The small number of Stage I follicular lymphomas of the orbit reported here precluded any definitive conclusion. Our observed 55% rate of freedom-from-distant relapse at 10 years is in keeping with the long-term results for localized follicular lymphoma in general, treated with RT alone. Likewise, the number of patients with primary Stage I diffuse large B-cell lymphoma was small. The recommendation is to treat localized diffuse large cell lymphoma of the ocular adnexa with three cycles of CHOP plus involved-field RT, as supported by the findings from the Southwest Oncology Group randomized trial. With regard to the radiation dose, Wilder et al.(39) reported that for <3.5-cm lymphomas that reached a complete response after three cycles of CHOP-based chemotherapy, 29.1–39.1 Gy in 1.8-Gy fractions yielded a 96% control rate, with no advantage to using higher doses.

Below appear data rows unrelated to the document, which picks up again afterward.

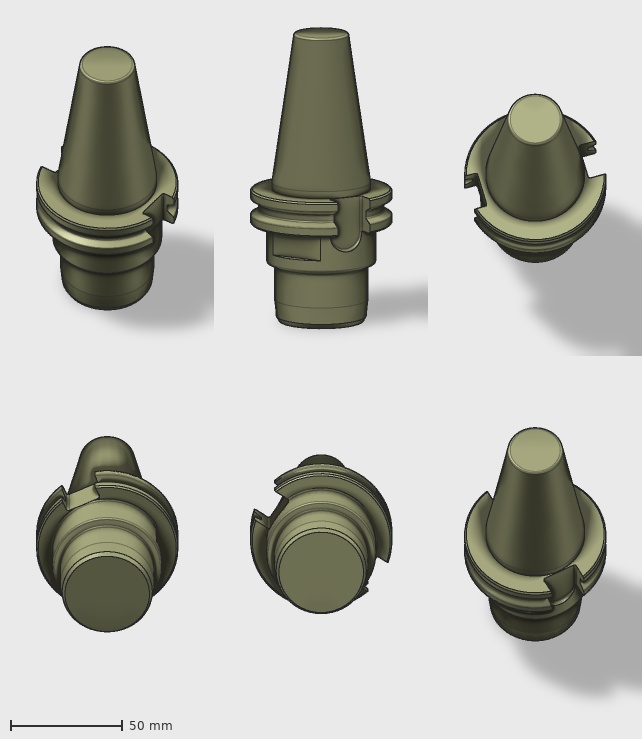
import cadquery as cq
import math


gauge_dia = 44.45
taper_per_length = 7 / 24
taper_length = 68.25
taper_end_fillet = 1.2

flange_dia = 63.5
flange_top_z = -3.18
flange_thickness = 15.87
flange_edge_chamfer = 0.75
groove_floor_dia = 56.2
groove_center_z = -11.1
groove_floor_width = 3.2
groove_half_angle = 30
groove_lip_fillet = 0.5
groove_floor_fillet = 0.8
flange_root_fillet = 0.8

body_dia = 49.0
nose_dia = 42.0
shoulder_bottom_z = -38.05
shoulder_angle = 22
shoulder_fillet = 1.0
nose_cone_top_z = -53.6
nose_cone_bottom_z = -61.3
nose_cone_end_dia = 40.5
nose_end_dia = 38.0
nose_length = 63.5

slot_width = 16.36
slot_floor_fillet = 1.0
slot_end_center_z = -19.55
deep_slot_floor_x = 22.6
shallow_slot_floor_x = 24.8

flat_azimuth = 120
flat_distance = 21.1
flat_bottom_z = -31.2

flange_bottom_z = flange_top_z - flange_thickness
taper_end_radius = (gauge_dia - taper_per_length * taper_length) / 2
flange_radius = flange_dia / 2
groove_floor_radius = groove_floor_dia / 2
groove_floor_half = groove_floor_width / 2
groove_depth = flange_radius - groove_floor_radius
groove_mouth_half = groove_floor_half + groove_depth * math.tan(math.radians(groove_half_angle))
body_radius = body_dia / 2
nose_radius = nose_dia / 2
shoulder_drop = (body_radius - nose_radius) * math.tan(math.radians(shoulder_angle))
shoulder_top_z = shoulder_bottom_z + shoulder_drop


def ring_edges(solid, rings):
    """Select the circular edges that pass through the given (radius, z) points."""
    margin = 0.01
    edges = solid.newObject([])
    for radius, z in rings:
        outer = radius + margin
        inner = radius - margin
        on_plane = solid.edges(
            cq.selectors.BoxSelector(
                (-outer, -outer, z - margin), (outer, outer, z + margin), boundingbox=True
            )
        )
        edges = edges.add(on_plane.filter(lambda edge: edge.BoundingBox().xmax > inner))
    return edges


def make_turned_body():
    """Revolve the shank, flange, body and nose, then round the turned edges."""
    outline = [
        (0, taper_length),
        (taper_end_radius, taper_length),
        (gauge_dia / 2, 0),
        (gauge_dia / 2, flange_top_z),
        (flange_radius - flange_edge_chamfer, flange_top_z),
        (flange_radius, flange_top_z - flange_edge_chamfer),
        (flange_radius, groove_center_z + groove_mouth_half),
        (groove_floor_radius, groove_center_z + groove_floor_half),
        (groove_floor_radius, groove_center_z - groove_floor_half),
        (flange_radius, groove_center_z - groove_mouth_half),
        (flange_radius, flange_bottom_z + flange_edge_chamfer),
        (flange_radius - flange_edge_chamfer, flange_bottom_z),
        (body_radius, flange_bottom_z),
        (body_radius, shoulder_top_z),
        (nose_radius, shoulder_bottom_z),
        (nose_radius, nose_cone_top_z),
        (nose_cone_end_dia / 2, nose_cone_bottom_z),
        (nose_end_dia / 2, -nose_length),
        (0, -nose_length),
    ]
    solid = cq.Workplane("XZ").polyline(outline).close().revolve(360, (0, 0), (0, 1))

    groove_lips = [
        (flange_radius, groove_center_z + groove_mouth_half),
        (flange_radius, groove_center_z - groove_mouth_half),
    ]
    groove_floor_rings = [
        (groove_floor_radius, groove_center_z + groove_floor_half),
        (groove_floor_radius, groove_center_z - groove_floor_half),
    ]
    shoulder_rings = [(body_radius, shoulder_top_z), (nose_radius, shoulder_bottom_z)]
    fillets = [
        ([(taper_end_radius, taper_length)], taper_end_fillet),
        (groove_lips, groove_lip_fillet),
        (groove_floor_rings, groove_floor_fillet),
        ([(body_radius, flange_bottom_z)], flange_root_fillet),
        (shoulder_rings, shoulder_fillet),
    ]
    for rings, radius in fillets:
        solid = ring_edges(solid, rings).fillet(radius)
    return solid


def make_drive_slot(floor_x):
    """Cutter for the +X slot: open at the top, round at the bottom, with a filleted floor."""
    half_width = slot_width / 2
    return (
        cq.Workplane("YZ", origin=(floor_x, 0, 0))
        .moveTo(-half_width, 0)
        .lineTo(-half_width, slot_end_center_z)
        .threePointArc((0, slot_end_center_z - half_width), (half_width, slot_end_center_z))
        .lineTo(half_width, 0)
        .close()
        .extrude(flange_radius)
        .faces("<X")
        .edges("not(>Z)")
        .fillet(slot_floor_fillet)
    )


def make_flat():
    """Cutter for the flat whose normal points along flat_azimuth."""
    return (
        cq.Workplane("XY", origin=(0, 0, flat_bottom_z))
        .box(body_dia, body_dia, flange_bottom_z - flat_bottom_z, centered=(False, True, False))
        .translate((flat_distance, 0, 0))
        .rotate((0, 0, 0), (0, 0, 1), flat_azimuth)
    )


result = make_turned_body()
result = result.cut(make_drive_slot(shallow_slot_floor_x))
result = result.cut(make_drive_slot(deep_slot_floor_x).rotate((0, 0, 0), (0, 0, 1), 180))
result = result.cut(make_flat())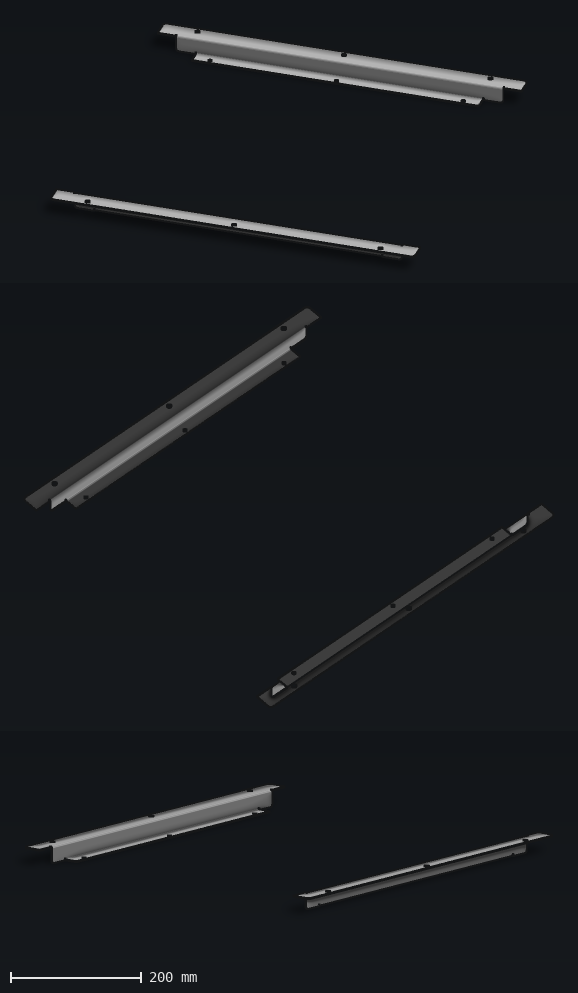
import cadquery as cq

overall_length = 584.2
overall_depth = 567.69

thickness = 1.9
inner_bend_radius = 1.5
outer_bend_radius = inner_bend_radius + thickness
bracket_height = 27.3
bracket_depth = 52.95

upper_flange_width = 31.75
upper_corner_radius = 6.35
tab_setback = 0.4

web_length = 525.0
web_corner_radius = 5.0
web_edge_height = 0.2

lower_flange_length = 460.4

relief_width = 1.2

upper_hole_diameter = 7.14
upper_hole_spacing = 234.95
upper_hole_edge_distance = 9.525
lower_hole_diameter = 5.54
lower_hole_spacing = 203.2
lower_hole_edge_distance = 7.14

outer_edge = -overall_depth / 2
web_inner_face = outer_edge + upper_flange_width
web_outer_face = web_inner_face - thickness
inner_edge = outer_edge + bracket_depth
upper_bend_start = web_inner_face - outer_bend_radius
lower_bend_end = web_outer_face + outer_bend_radius
tab_edge = web_inner_face - tab_setback

upper_flange_bottom = bracket_height - thickness
upper_bend_bottom = bracket_height - outer_bend_radius
lower_bend_top = outer_bend_radius


def block(length, y_start, y_end, z_start, z_end):
    """A block centred on X = 0."""
    return (
        cq.Workplane("XY")
        .box(length, y_end - y_start, z_end - z_start, centered=(True, False, False))
        .translate((0, y_start, z_start))
    )


def make_upper_flange():
    """Flat plate with rounded corners, cut back to the bend over the web and its reliefs."""
    plate = block(overall_length, outer_edge, tab_edge, upper_flange_bottom, bracket_height)
    plate = plate.edges("|Z and <Y").fillet(upper_corner_radius)
    bend_clearance = block(
        web_length + 2 * relief_width, upper_bend_start, tab_edge, upper_flange_bottom, bracket_height
    )
    return plate.cut(bend_clearance)


def make_web():
    """Upright plate with rounded lower corners, cut back to the bend over the lower flange."""
    plate = block(web_length, web_outer_face, web_inner_face, web_edge_height, upper_bend_bottom)
    plate = plate.edges("|Y and <Z").fillet(web_corner_radius)
    bend_clearance = block(
        lower_flange_length + 2 * relief_width, web_outer_face, web_inner_face, 0, lower_bend_top
    )
    return plate.cut(bend_clearance)


def make_lower_flange():
    return block(lower_flange_length, lower_bend_end, inner_edge, 0, thickness)


def make_bend(length, axis_y, axis_z, side_y, side_z):
    """Quarter bend; side_y and side_z give the direction from its axis to the outside of the bend."""
    sector = block(
        length,
        *sorted((axis_y, axis_y + side_y * outer_bend_radius)),
        *sorted((axis_z, axis_z + side_z * outer_bend_radius)),
    )
    tube = (
        cq.Workplane("YZ", origin=(-length / 2, 0, 0))
        .center(axis_y, axis_z)
        .circle(outer_bend_radius)
        .circle(inner_bend_radius)
        .extrude(length)
    )
    return tube.intersect(sector)


def make_holes(diameter, spacing, y_position):
    """Cutters for a row of three holes through the full height."""
    centres = [(step * spacing, y_position) for step in (-1, 0, 1)]
    return cq.Workplane("XY").pushPoints(centres).circle(diameter / 2).extrude(bracket_height)


def make_bracket():
    """The front bracket, a Z-section bent from one sheet."""
    upper_bend = make_bend(web_length, upper_bend_start, upper_bend_bottom, 1, 1)
    lower_bend = make_bend(lower_flange_length, lower_bend_end, lower_bend_top, -1, -1)
    sheet = (
        make_upper_flange()
        .union(upper_bend)
        .union(make_web())
        .union(lower_bend)
        .union(make_lower_flange())
    )
    upper_holes = make_holes(
        upper_hole_diameter, upper_hole_spacing, outer_edge + upper_hole_edge_distance
    )
    lower_holes = make_holes(
        lower_hole_diameter, lower_hole_spacing, inner_edge - lower_hole_edge_distance
    )
    return sheet.cut(upper_holes).cut(lower_holes)


front_bracket = make_bracket()
back_bracket = front_bracket.mirror("XZ")

result = cq.Compound.makeCompound([front_bracket.val(), back_bracket.val()])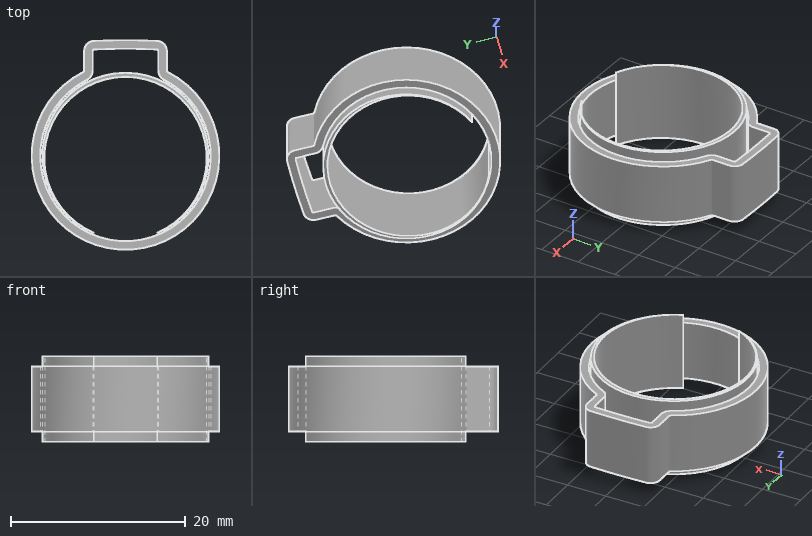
import cadquery as cq

overall_depth = 24.0
band_outer_radius = 10.75
band_wall = 1.0
band_height = 7.45
ear_width = 9.5
ear_crown_radius = 83.96
bend_inner_radius = 0.2
ring_outer_radius = 9.52
ring_thickest_wall = 0.5
ring_height = 9.8
ring_gap_width = 7.3

ear_top = overall_depth - band_outer_radius
ear_crown_center = ear_top - ear_crown_radius
bend_outer_radius = bend_inner_radius + band_wall
ring_eccentricity = ring_thickest_wall / 2
ring_bore_radius = ring_outer_radius - ring_eccentricity


def prism(sketch, height):
    """Extrude a sketch in the XY plane so that it is centred on Z = 0."""
    return sketch.extrude(height / 2, both=True)


def keyhole(inset, corner_radius, neck_radius):
    """Disc with a crowned ear towards +Y: the band's outline, moved inwards by the inset."""
    radius = band_outer_radius - inset
    width = ear_width - 2 * inset
    top = ear_top - inset
    disc = prism(cq.Workplane("XY").circle(radius), band_height)
    ear_block = prism(cq.Workplane("XY").center(0, top / 2).rect(width, top), band_height)
    crown = prism(
        cq.Workplane("XY").center(0, ear_crown_center).circle(ear_crown_radius - inset), band_height
    )
    ear = ear_block.intersect(crown).edges("|Z").edges(">Y").fillet(corner_radius)

    neck_zone = cq.selectors.BoxSelector(
        (-width, radius / 2, -band_height), (width, radius, band_height)
    )
    return disc.union(ear).edges("|Z").edges(neck_zone).fillet(neck_radius)


def make_band():
    """Strip of even wall bent into a closed ring with one pinch ear."""
    outside = keyhole(0, bend_outer_radius, bend_inner_radius)
    inside = keyhole(band_wall, bend_inner_radius, bend_outer_radius)
    return outside.cut(inside).solids()


def make_insert_ring():
    """Open ring whose wall tapers from the ear side to two thin ends."""
    ring = prism(cq.Workplane("XY").circle(ring_outer_radius), ring_height)
    bore = prism(
        cq.Workplane("XY").center(0, -ring_eccentricity).circle(ring_bore_radius), ring_height
    )
    gap = prism(
        cq.Workplane("XY").center(0, -ring_outer_radius).rect(ring_gap_width, ring_outer_radius),
        ring_height,
    )
    return ring.cut(gap).cut(bore).solids()


band = make_band()
insert_ring = make_insert_ring()

result = cq.Compound.makeCompound([band.val(), insert_ring.val()])

Our study was limited by all the inherent weaknesses of any retrospective study. Because pertinent staging studies were performed in most, but not all, the primary patients, the distant relapse rates might have been slightly overestimated.

Conclusion

Dose–response data suggest that the optimal radiation dose for MALT lymphoma of the ocular adnexa is 30.6–32.4 Gy in 1.8-Gy fractions and follicular lymphoma is adequately controlled with doses in the mid-20 Gy range. The substantial risk of distant relapse in Stage I ocular adnexal MALT lymphoma underscores the importance of long-term follow-up for this disease and the need for additional comparative studies of MALT lymphoma of different anatomic sites.